Luc Dupont sah uns argwöhnisch an: »Woher wissen Sie das? Was hat das mit dem Mord zu tun.«
Ich ignorierte die Frage: »Ist die Feder da?«
»Ich … keine Ahnung. Soll ich nachsehen? Ist das wichtig?«
»Ja, sehr.«
»In Ordnung. Ich sehe gleich nach. Wollen Sie mich begleiten?«
Wir wollten. Luc rollte zur Wand und drückte auf einen verborgenen Knopf. Ein Teil der Verkleidung schwang zur Seite. Dahinter kam ein Aufzug zum Vorschein. Er öffnete das Scherengitter und rollte hinein. »Bitte. Der Platz reicht für uns alle.« Wir quetschten uns in den Aufzug. Luc Dupont schloss das Gitter und drückte den Knopf für die erste Etage. Ächzend und klopfend setzte sich der Fahrstuhl langsam in Bewegung. Dank meiner leichten Klaustrophobie schien die Fahrt ewig zu dauern. Schweiß rann meinen Rücken hinunter und kitzelte wie verrückt.
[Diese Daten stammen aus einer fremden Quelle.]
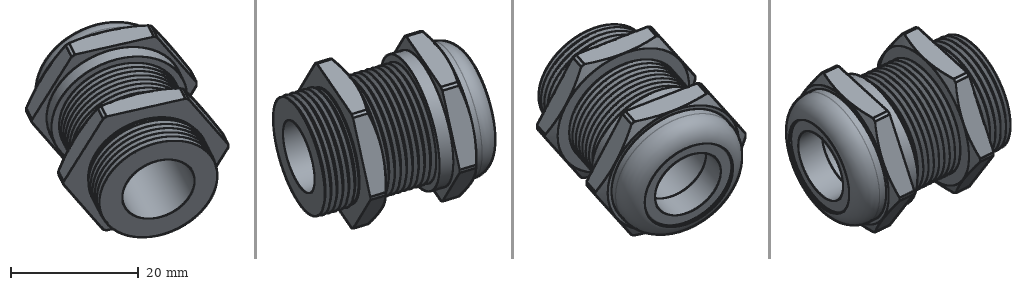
import cadquery as cq
import math


TOTAL_LENGTH = 29.97
DOME_LENGTH = 3.57
DOME_HEX_START = 4.83
DOME_HEX_WIDTH = 3.7
COLLAR_END = 10.88
MIDDLE_HEX_START = 20.35
MIDDLE_HEX_WIDTH = 3.55
MIDDLE_HEX_END = MIDDLE_HEX_START + MIDDLE_HEX_WIDTH

ACROSS_FLATS = 23.9
CORNER_RADIUS = 13.6
HEX_FACE_RADIUS = 11.9
DOME_HEX_CHAMFER = 0.85
MIDDLE_HEX_CHAMFER = 0.93

COLLAR_RADIUS = 11.2
MOUTH_RADIUS = 8.0
BORE_RADIUS = 5.95

SEAL_START = 0.3
SEAL_END = 4.9
SEAL_EDGE_ROUND = 0.25

LAST_MIDDLE_CREST = 20.1
PITCHES_TO_LAST_CREST = 9
THREAD_PITCH = (LAST_MIDDLE_CREST - COLLAR_END) / PITCHES_TO_LAST_CREST
MIDDLE_CREST_RADIUS = 9.95
END_CREST_RADIUS = 9.85
ROOT_RADIUS = 9.1

RELIEF_RADIUS = 9.55
RELIEF_LENGTH = 0.18


def revolved(profile):
    """Spin a closed profile, drawn as (x, radius), about the X axis."""
    return profile.close().revolve(360, (0, 0, 0), (1, 0, 0))


def cylinder(start, end, radius):
    """Solid cylinder about the X axis."""
    return cq.Workplane("YZ", origin=(start, 0, 0)).circle(radius).extrude(end - start)


def make_hex(start, width, chamfer_length):
    """Hexagon with flats facing +Z and -Z, chamfered on its -X side."""
    across_corners = ACROSS_FLATS / math.cos(math.pi / 6)
    prism = cq.Workplane("YZ", origin=(start, 0, 0)).polygon(6, across_corners).extrude(width)
    turned = revolved(
        cq.Workplane("XY")
        .moveTo(start, 0)
        .lineTo(start, HEX_FACE_RADIUS)
        .lineTo(start + chamfer_length, CORNER_RADIUS)
        .lineTo(start + width, CORNER_RADIUS)
        .lineTo(start + width, 0)
    )
    return prism.intersect(turned)


def make_thread(start, end, crest_radius):
    """Cylinder with V grooves one pitch apart, the last one cut short where the cylinder ends."""
    thread = cylinder(start, end, crest_radius)
    for ring in range(math.ceil((end - start) / THREAD_PITCH)):
        crest = start + ring * THREAD_PITCH
        groove = revolved(
            cq.Workplane("XY")
            .moveTo(crest, crest_radius)
            .lineTo(crest + THREAD_PITCH / 2, ROOT_RADIUS)
            .lineTo(crest + THREAD_PITCH, crest_radius)
            .lineTo(crest + THREAD_PITCH, CORNER_RADIUS)
            .lineTo(crest, CORNER_RADIUS)
        )
        thread = thread.cut(groove)
    return thread


def make_domed_collar():
    """Collar whose dome curves tangentially from the outside down to the rim of the mouth."""
    return revolved(
        cq.Workplane("XY")
        .moveTo(COLLAR_END, 0)
        .lineTo(COLLAR_END, COLLAR_RADIUS)
        .lineTo(DOME_LENGTH, COLLAR_RADIUS)
        .tangentArcPoint((0, MOUTH_RADIUS), relative=False)
        .lineTo(0, 0)
    )


def make_end_thread():
    """Thread at the plain end, turned down over a short relief beside the hexagon."""
    relief_end = MIDDLE_HEX_END + RELIEF_LENGTH
    relief_ring = cylinder(MIDDLE_HEX_END, relief_end, END_CREST_RADIUS).cut(
        cylinder(MIDDLE_HEX_END, relief_end, RELIEF_RADIUS)
    )
    return make_thread(MIDDLE_HEX_END, TOTAL_LENGTH, END_CREST_RADIUS).cut(relief_ring)


def make_housing():
    """Domed collar, two hexagons and two threads in one piece, with the bore and seal seat cut out."""
    outside = (
        make_domed_collar()
        .union(make_hex(DOME_HEX_START, DOME_HEX_WIDTH, DOME_HEX_CHAMFER))
        .union(make_thread(COLLAR_END, MIDDLE_HEX_START, MIDDLE_CREST_RADIUS))
        .union(make_hex(MIDDLE_HEX_START, MIDDLE_HEX_WIDTH, MIDDLE_HEX_CHAMFER))
        .union(make_end_thread())
    )
    seal_seat = cylinder(0, SEAL_END, MOUTH_RADIUS)
    bore = cylinder(0, TOTAL_LENGTH, BORE_RADIUS)
    return outside.cut(seal_seat).cut(bore)


def make_seal():
    """Ring that fills the seat, with its outer front edge rounded."""
    ring = cylinder(SEAL_START, SEAL_END, MOUTH_RADIUS).faces("<X").edges().fillet(SEAL_EDGE_ROUND)
    return ring.cut(cylinder(SEAL_START, SEAL_END, BORE_RADIUS))


housing = make_housing()
seal = make_seal()
result = cq.Compound.makeCompound([housing.solids().val(), seal.solids().val()])

Das Erste, was in Henri Duponts Atelier auffiel, war: Ordnung. Jedes Ding hatte genau einen Platz, an dem es liegen durfte. Und dort lag es dann auch. Bis auf die Stahlfeder. Die fehlte. Luc Dupont rollte ein wenig unbeholfen kreuz und quer durch den Raum auf der Suche nach der Feder. Wir unterstützen ihn, indem wir uns diejenigen Orte vornahmen, die für Mr. Dupont unerreichbar waren: unter Gestellen, auf Schränken und auf Regalen.
»Keine Feder«, hielt ich nach einer halben Stunde intensiver Suche fest.
»Was ist mit dieser Feder? Was hat das mit dem Mord an meinem Vater zu tun? Ich dachte, der Anschlag habe dem russischen Botschafter gegolten und mein Vater sei ein Zufallsopfer gewesen.«
Inzwischen saßen wir wieder im Salon.
»Es besteht die Möglichkeit, dass es sich genau andersherum verhält, Mr. Dupont.«
»Wollen Sie damit sagen, dass mein Vater Ziel des Anschlages gewesen ist?«
»Davon gehen wir aus.«
Luc Dupont sackte in seinem Rollstuhl zusammen. »Aber weshalb? Mein Vater wurde von allen gemocht. Er hat sein Leben lang nie jemandem Schaden zugefügt.«
»Genau das versuchen wir herauszufinden. Haben Sie nach dem Tod Ihres Vaters zufälligerweise einen Brief gefunden? Einen leeren Brief, auf dem nur der Name Ihres Vaters stand?«
Mr. Dupont blickte verwirrt: »Nein, warum?«
Swan seufzte: »Es gibt drei Morde, von denen wir glauben, dass sie mit demjenigen an Ihrem Vater zusammenhängen.« Swan umschiffte es elegant, das Thema Skriptoren beim Namen zu nennen.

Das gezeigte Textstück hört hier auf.